Causes of Schinzel-Giedion Syndrome
- SETBP1 Gene Mutation-
The SETBP1 gene is located on chromosome 18 (18q12.3).
Mutations in this gene lead to abnormal protein function, which disrupts normal cell growth, development, and differentiation.
These mutations cause abnormal brain development, facial features, and organ malformations.
- De Novo Mutations-
In almost all cases, the mutation occurs spontaneously (de novo) in the affected child.
This means that parents do not carry or pass down the mutation.

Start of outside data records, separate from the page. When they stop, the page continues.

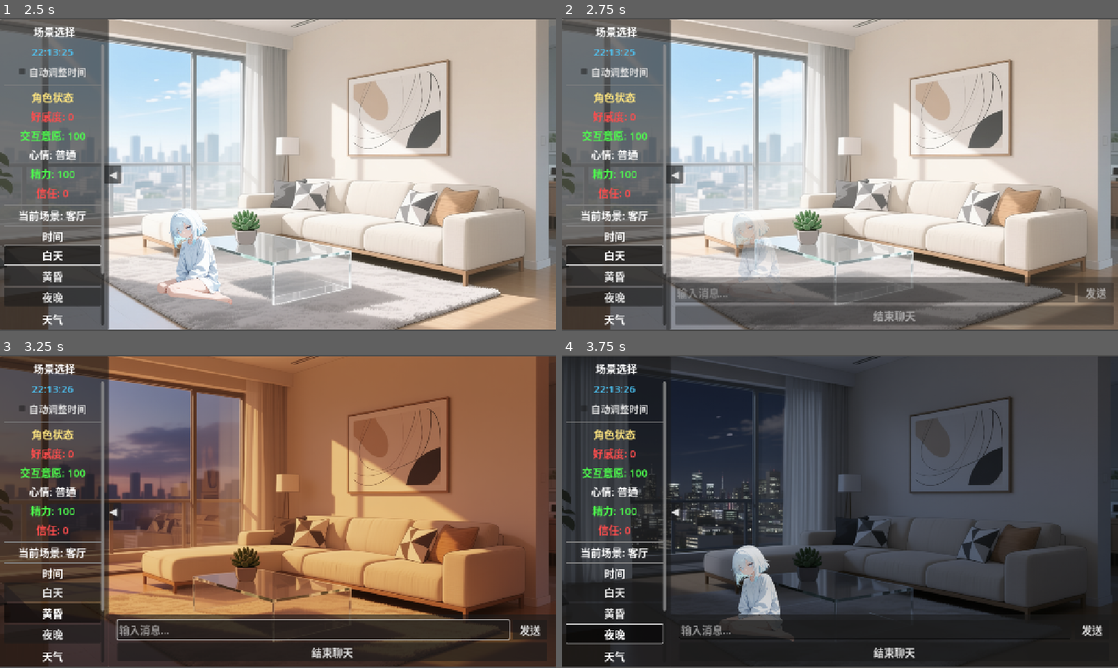
Above: before the commit, frames 1-4 (two rows, left to right).
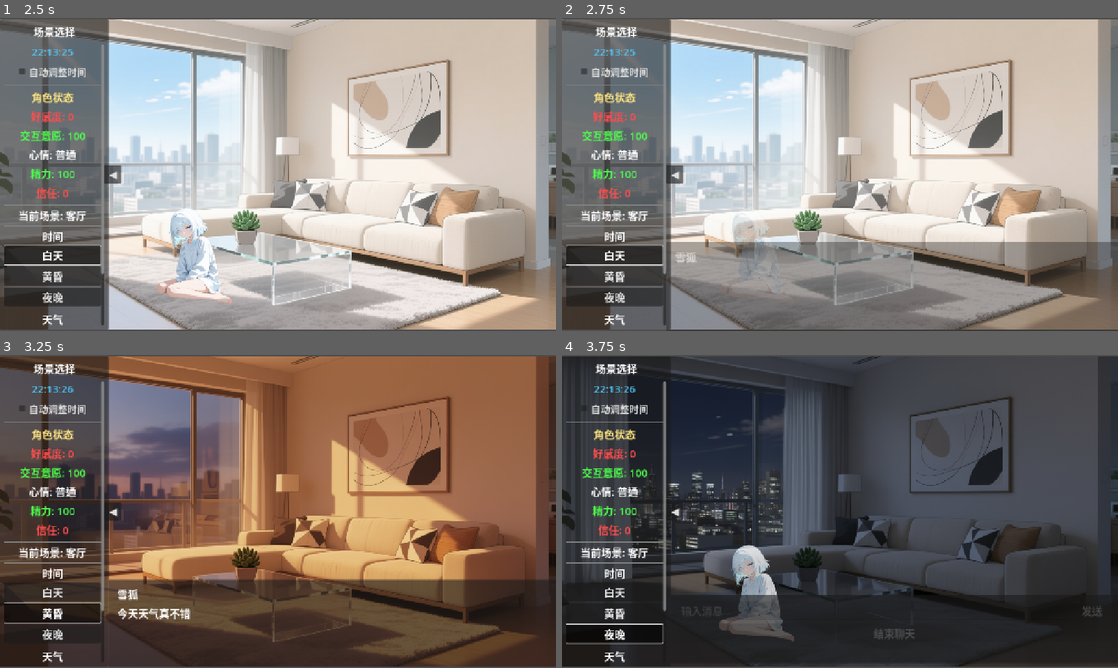
Above: after the commit, the same moments.

Repository: xhc2008/CABM-ED
Game: Godot game, scene res://scripts/main.tscn
The game is run twice, just before and just after one commit, with the same random seed, the same clock (stepped at 60 frames per second) and the same inputs.
Inputs (mouse positions are in pixels of both pictures, inside the frame that each line leads up to):
- Up to frame 1 (2.5 s): click (350, 202) at 0.5 s; click "自动调整时间" at 1.25 s; click "白天" at 2 s
- Up to frame 2 (2.75 s): no input
- Up to frame 3 (3.25 s): click "黄昏" at 2.75 s
- Up to frame 4 (3.75 s): click "夜晚" at 3.5 s

Frame 1 is identical in both runs. In frame 2, 17% of the frame differs, in the area x 18-100%, y 71-99%; in frame 3, 13%; in frame 4, 2.8%.

Commit message:
feat: 主被动对话

Diff:
--- a/config/character_presets.json
+++ b/config/character_presets.json
@@ -1,6 +1,7 @@
 {
   "livingroom": [
     {
+      "des":"趴在沙发上玩游戏",
       "image": "1.png",
       "scale": 0.9,
       "position": {
@@ -9,6 +10,7 @@
       }
     },
     {
+      "des":"坐在地上看电视",
       "image": "2.png",
       "scale": 1.0,
       "position": {
@@ -17,6 +19,7 @@
       }
     },
     {
+      "des":"坐在地上",
       "image": "3.png",
       "scale": 0.7,
       "position": {
@@ -25,6 +28,7 @@
       }
     },
     {
+      "des":"站着，看着窗外",
       "image": "4.png",
       "scale": 0.65,
       "position": {
--- a/config/interaction_config.json
+++ b/config/interaction_config.json
@@ -4,6 +4,7 @@
       "name": "聊天",
       "base_willingness": 150,
       "on_success": "start_chat",
+      "chat_mode": "passive",
       "on_failure": {
         "type": "message",
         "text": "{character_name}不想理你"
@@ -13,6 +14,7 @@
       "name": "进入角色所在场景",
       "base_willingness": 80,
       "on_success": "trigger_chat",
+      "chat_mode": "active",
       "on_failure": {
         "type": "none"
       }
@@ -21,6 +23,7 @@
       "name": "离开角色所在场景",
       "base_willingness": 40,
       "on_success": "trigger_chat",
+      "chat_mode": "active",
       "on_failure": {
         "type": "none"
       }
@@ -29,6 +32,7 @@
       "name": "点击角色",
       "base_willingness": 120,
       "on_success": "start_chat",
+      "chat_mode": "passive",
       "on_failure": {
         "type": "message",
         "text": "{character_name}似乎没注意到你"
@@ -38,6 +42,7 @@
       "name": "送礼物",
       "base_willingness": 200,
       "on_success": "start_chat",
+      "chat_mode": "active",
       "on_failure": {
         "type": "message",
         "text": "{character_name}现在不想收礼物"
@@ -47,6 +52,7 @@
       "name": "摸头",
       "base_willingness": 100,
       "on_success": "start_chat",
+      "chat_mode": "active",
       "on_failure": {
         "type": "message",
         "text": "{character_name}躲开了"
@@ -56,6 +62,7 @@
       "name": "呼唤名字",
       "base_willingness": 90,
       "on_success": "start_chat",
+      "chat_mode": "active",
       "on_failure": {
         "type": "message",
         "text": "{character_name}没有回应"
--- a/scripts/chat_dialog.gd
+++ b/scripts/chat_dialog.gd
@@ -153,9 +153,25 @@
 	character_name_label.text = app_config.get("character_name", "角色")
 	custom_minimum_size.y = REPLY_HEIGHT
 
-func show_dialog():
+func show_dialog(mode: String = "passive"):
+	"""
+	显示对话框
+	mode: "passive" = 用户先说（输入模式）, "active" = 角色先说（回复模式）
+	"""
 	visible = true
 	pivot_offset = size / 2.0
+
+	# 根据模式设置初始状态
+	if mode == "active":
+		# 角色主动说话，直接进入回复模式
+		_setup_reply_mode()
+		# 获取随机回复作为开场白
+		var replies = app_config.get("preset_replies", ["你好！"])
+		var reply = replies[randi() % replies.size()]
+		message_label.text = ""  # 清空消息
+	else:
+		# 用户先说话，进入输入模式
+		_setup_input_mode()
 
 	# 展开动画
 	var tween = create_tween()
@@ -163,10 +179,18 @@
 	tween.tween_property(self, "modulate:a", 1.0, ANIMATION_DURATION)
 	tween.tween_property(self, "scale", Vector2.ONE, ANIMATION_DURATION).set_trans(Tween.TRANS_BACK).set_ease(Tween.EASE_OUT)
 
-	# 聚焦输入框
 	await tween.finished
-	if is_input_mode:
-		input_field.grab_focus()
+
+	# 根据模式执行后续操作
+	if mode == "active":
+		# 角色主动模式：开始打字效果
+		var replies = app_config.get("preset_replies", ["你好！"])
+		var reply = replies[randi() % replies.size()]
+		_start_typing_effect(reply)
+	else:
+		# 被动模式：聚焦输入框
+		if is_input_mode:
+			input_field.grab_focus()
 
 func hide_dialog():
 	pivot_offset = size / 2.0
--- a/scripts/main.gd
+++ b/scripts/main.gd
@@ -311,15 +311,17 @@
 			var interaction_mgr = get_node("/root/InteractionManager")
 			var success = interaction_mgr.try_interaction("chat")
 			if success:
+				# 获取聊天模式
+				var chat_mode = _get_chat_mode_for_action("chat")
 				# 开始聊天
 				character.start_chat()
-				chat_dialog.show_dialog()
+				chat_dialog.show_dialog(chat_mode)
 				# 禁用右侧点击区域
 				right_click_area.mouse_filter = Control.MOUSE_FILTER_IGNORE
 		else:
 			# 如果管理器未加载，直接开始聊天
 			character.start_chat()
-			chat_dialog.show_dialog()
+			chat_dialog.show_dialog("passive")
 			# 禁用右侧点击区域
 			right_click_area.mouse_filter = Control.MOUSE_FILTER_IGNORE
 
@@ -442,9 +444,31 @@
 
 		# 确保角色可见且不在聊天状态
 		if character.visible and not character.is_chatting:
+			# 获取聊天模式
+			var chat_mode = _get_chat_mode_for_action(action_id)
 			character.start_chat()
-			chat_dialog.show_dialog()
+			chat_dialog.show_dialog(chat_mode)
 			# 禁用右侧点击区域
 			right_click_area.mouse_filter = Control.MOUSE_FILTER_IGNORE
 	else:
 		print("场景交互失败: ", action_id)
+
+func _get_chat_mode_for_action(action_id: String) -> String:
+	"""获取指定动作的聊天模式"""
+	var config_path = "res://config/interaction_config.json"
+	if not FileAccess.file_exists(config_path):
+		return "passive"
+
+	var file = FileAccess.open(config_path, FileAccess.READ)
+	var json_string = file.get_as_text()
+	file.close()
+
+	var json = JSON.new()
+	if json.parse(json_string) != OK:
+		return "passive"
+
+	var config = json.data
+	var actions = config.get("actions", {})
+	var action = actions.get(action_id, {})
+
+	return action.get("chat_mode", "passive")
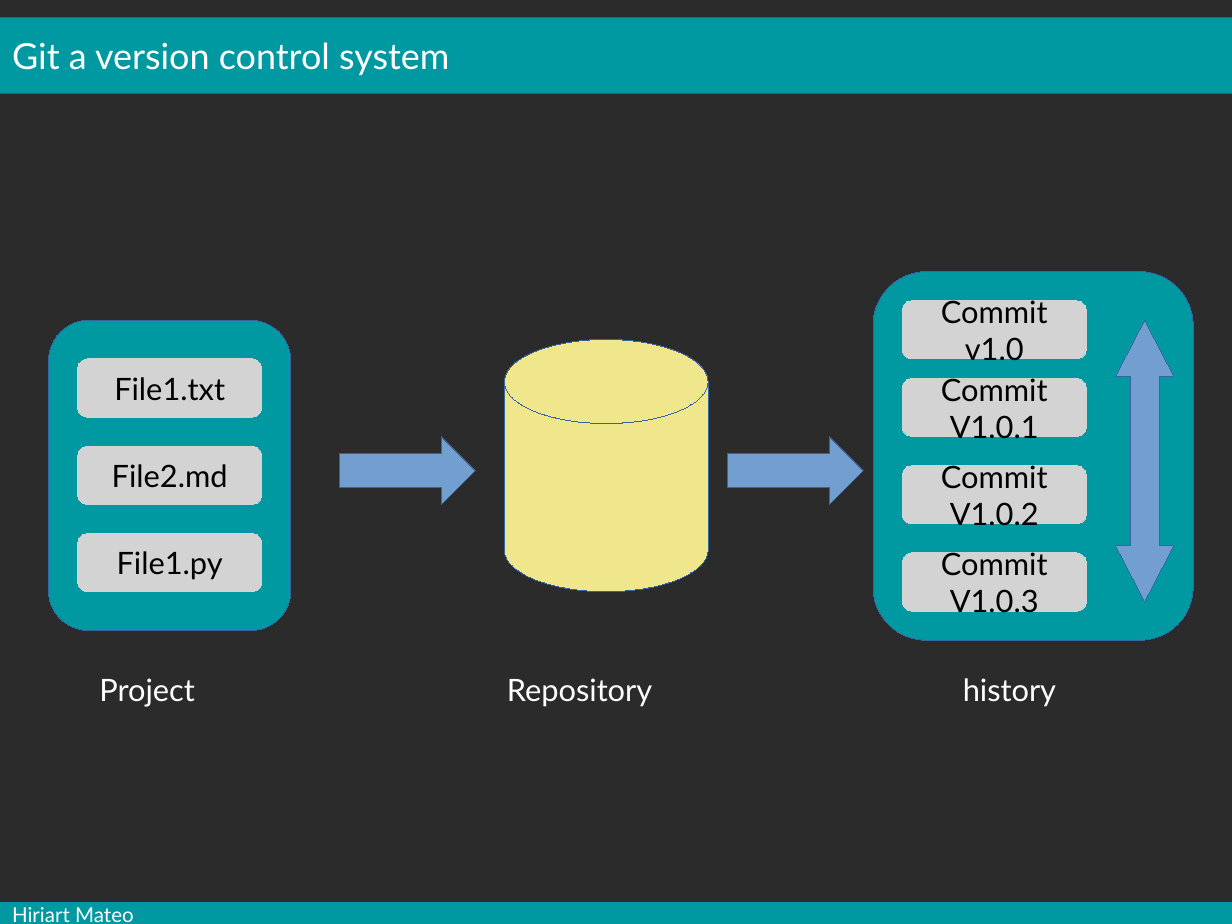
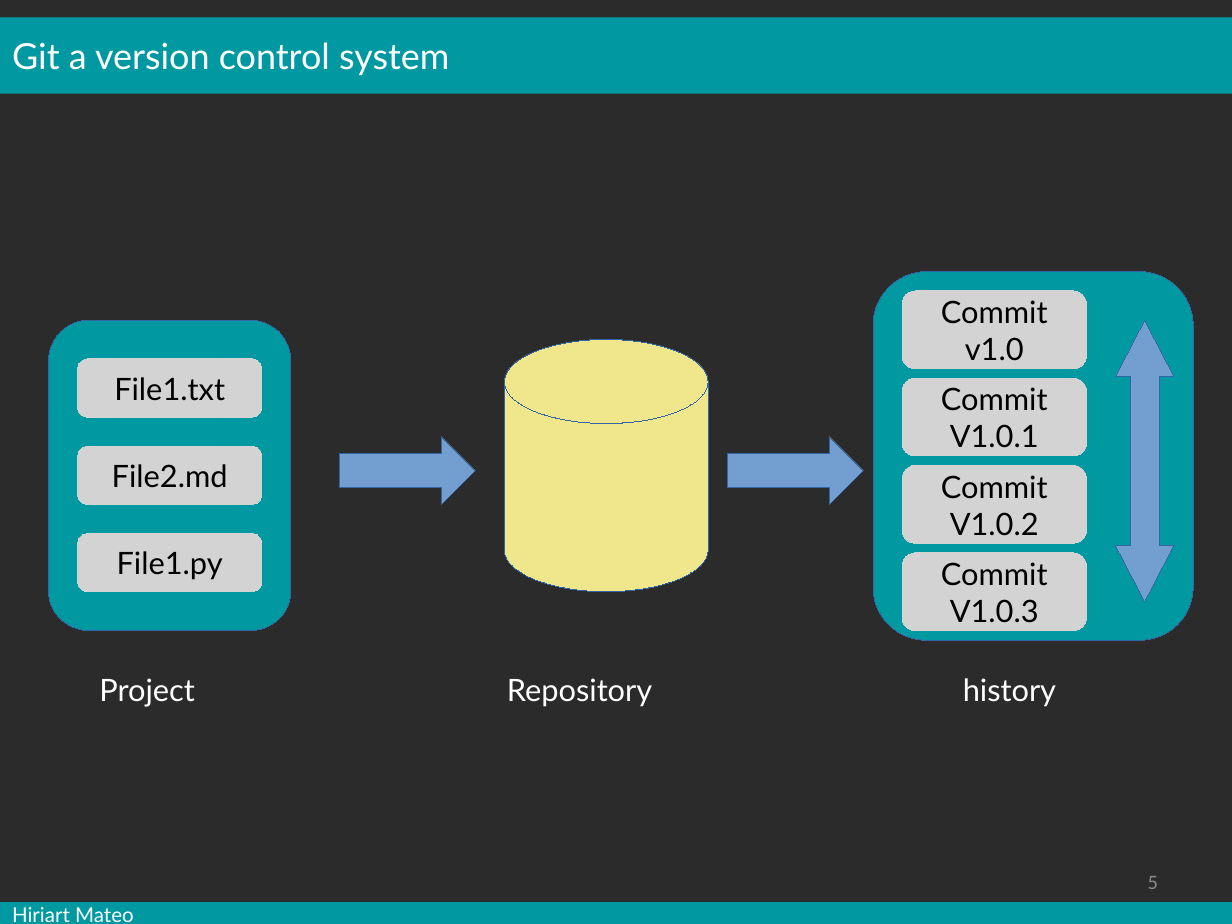
Before and after one commit to mesocentre-clermont-auvergne/formation_fair, a slide deck: slide 5 of fair_versionnage/versionnage_cours/cours.odp. Drawn at 1232x924 pixels with LibreOffice and Linux fonts; fonts in the diff are those of the drawing; background and template pictures are left out; a plain dark background stands for a picture behind light text. Boxes give left, top, right and bottom in pixels: in the first picture for what was removed or moved away, otherwise in the second. Text is boxed around its words. In the diff, an @@ line names an element or a change of style, - is before the commit and + after.

```diff
--- a/fair_versionnage/versionnage_cours/cours.odp
+++ b/fair_versionnage/versionnage_cours/cours.odp
@@ rounded rectangle "Commit v1.0": place and size @@
-rounded rectangle "Commit v1.0" at bbox=[902, 301, 1087, 359]
+rounded rectangle "Commit v1.0" at bbox=[902, 291, 1087, 368]
@@ rounded rectangle "Commit": place and size @@
-rounded rectangle "Commit" at bbox=[902, 378, 1087, 436]
+rounded rectangle "Commit" at bbox=[902, 378, 1087, 456]
@@ rounded rectangle "Commit": place and size @@
-rounded rectangle "Commit" at bbox=[902, 466, 1087, 524]
+rounded rectangle "Commit" at bbox=[902, 466, 1087, 543]
@@ rounded rectangle "Commit": place and size @@
-rounded rectangle "Commit" at bbox=[902, 553, 1087, 611]
+rounded rectangle "Commit" at bbox=[902, 553, 1087, 631]
@@ page number added at bbox=[1148, 876, 1158, 889], 12 pt, text #898989 @@
+5
```
Also in this commit, not shown: 32 other slides changed, 1 other file.
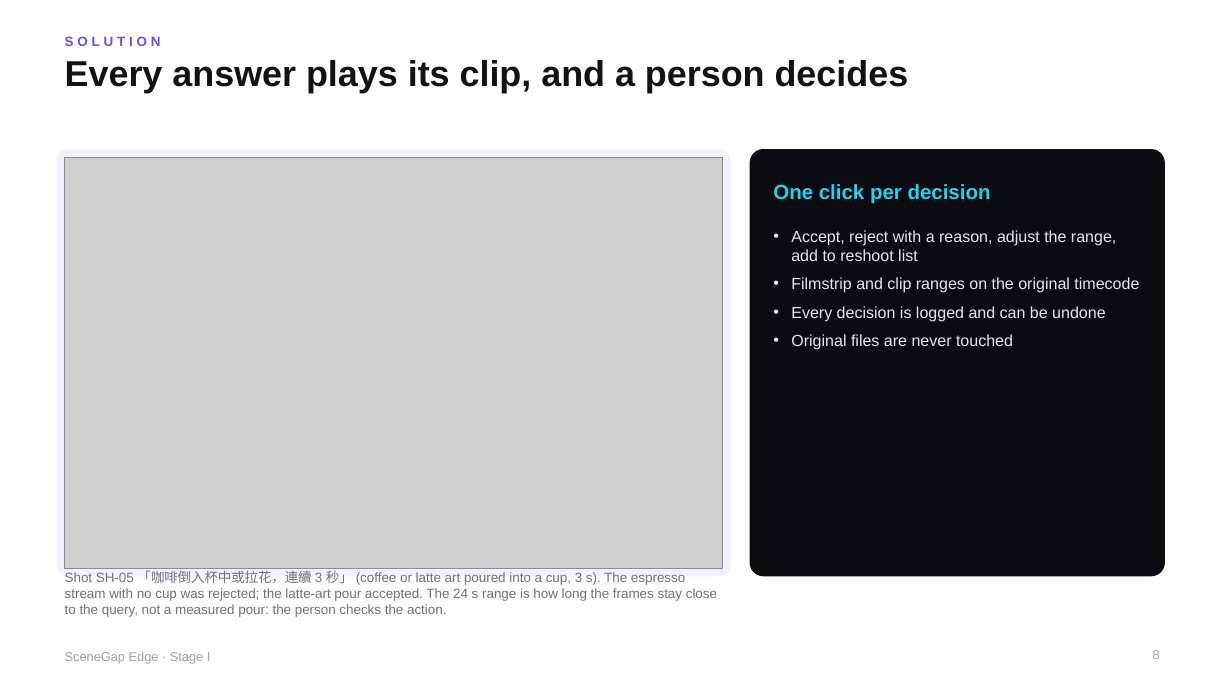
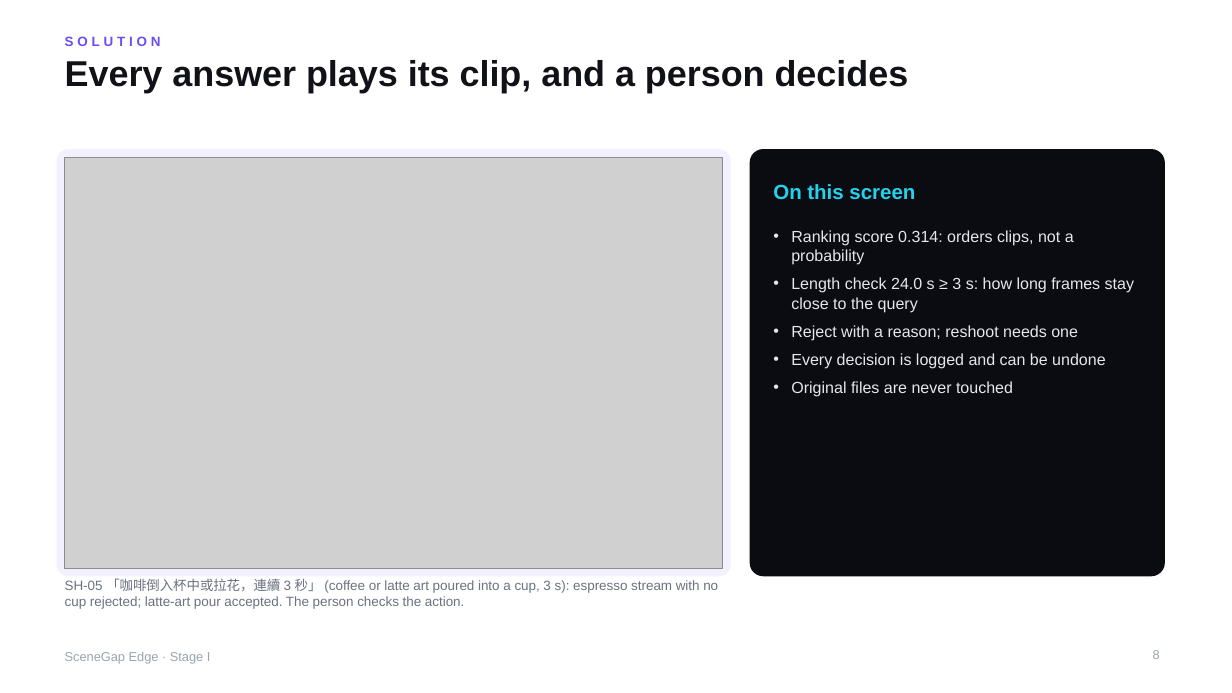
Before and after one commit to yu9bryan/scenegap-edge, a slide deck: slide 8 of docs/deck/SceneGapEdge_StageI_Proposal.pptx. Drawn at 1232x693 pixels with LibreOffice and Linux fonts; fonts in the diff are those of the drawing; grey boxes stand for pictures. Boxes give left, top, right and bottom in pixels: in the first picture for what was removed or moved away, otherwise in the second. Text is boxed around its words. In the diff, an @@ line names an element or a change of style, - is before the commit and + after.

```diff
--- a/docs/deck/SceneGapEdge_StageI_Proposal.pptx
+++ b/docs/deck/SceneGapEdge_StageI_Proposal.pptx
@@ text at [773,184,915,199]: text changed @@
-One click per decision
+On this screen
@@ text at [791,230,1134,341]: text changed @@
-• Accept, reject with a reason, adjust the range, add to reshoot list
-• Filmstrip and clip ranges on the original timecode
+• Ranking score 0.314: orders clips, not a probability
+• Length check 24.0 s ≥ 3 s: how long frames stay close to the query
+• Reject with a reason; reshoot needs one
@@ text at [65,578,718,609]: text changed @@
-Shot SH-05 「咖啡倒入杯中或拉花，連續 3 秒」 (coffee or latte art poured into a cup, 3 s). The espresso stream with no cup was rejected; the latte-art pour accepted. The 24 s range is how long the frames stay close to the query, not a measured pour: the person checks the action.
+SH-05 「咖啡倒入杯中或拉花，連續 3 秒」 (coffee or latte art poured into a cup, 3 s): espresso stream with no cup rejected; latte-art pour accepted. The person checks the action.
```
Also in this commit, not shown: 18 other slides changed, 9 slides added, 2 slides removed, 12 other files.

The risk of having another child with SGS is very low, but genetic counseling is recommended.
- Mechanism of Disease
The mutant SETBP1 protein is overactive, leading to excessive cell signaling and abnormal tissue development.
This affects brain function, and organ formation, and increases the risk of tumors.
- Is SGS Inherited?
No, SGS is not inherited in the typical sense.
Since mutations happen randomly, parents are usually not affected carriers.
Rarely, mosaicism (when some of a parent’s cells carry the mutation) could slightly increase the risk in future pregnancies.
Symptoms of Schinzel-Giedion Syndrome
Schinzel-Giedion Syndrome (SGS) is a severe genetic disorder that affects multiple body systems. Symptoms are present from birth and worsen over time.
- Distinctive Facial Features
Prominent forehead (frontal bossing)
Deep-set eyes with a wide nasal bridge
Upturned nose with a short philtrum (space between nose and upper lip)
Low-set, malformed ears
Wide mouth with a thin upper lip
Excess facial hair (hirsutism) in some cases
- Severe Developmental Delay & Neurological Symptoms
Profound intellectual disability (severe cognitive impairment)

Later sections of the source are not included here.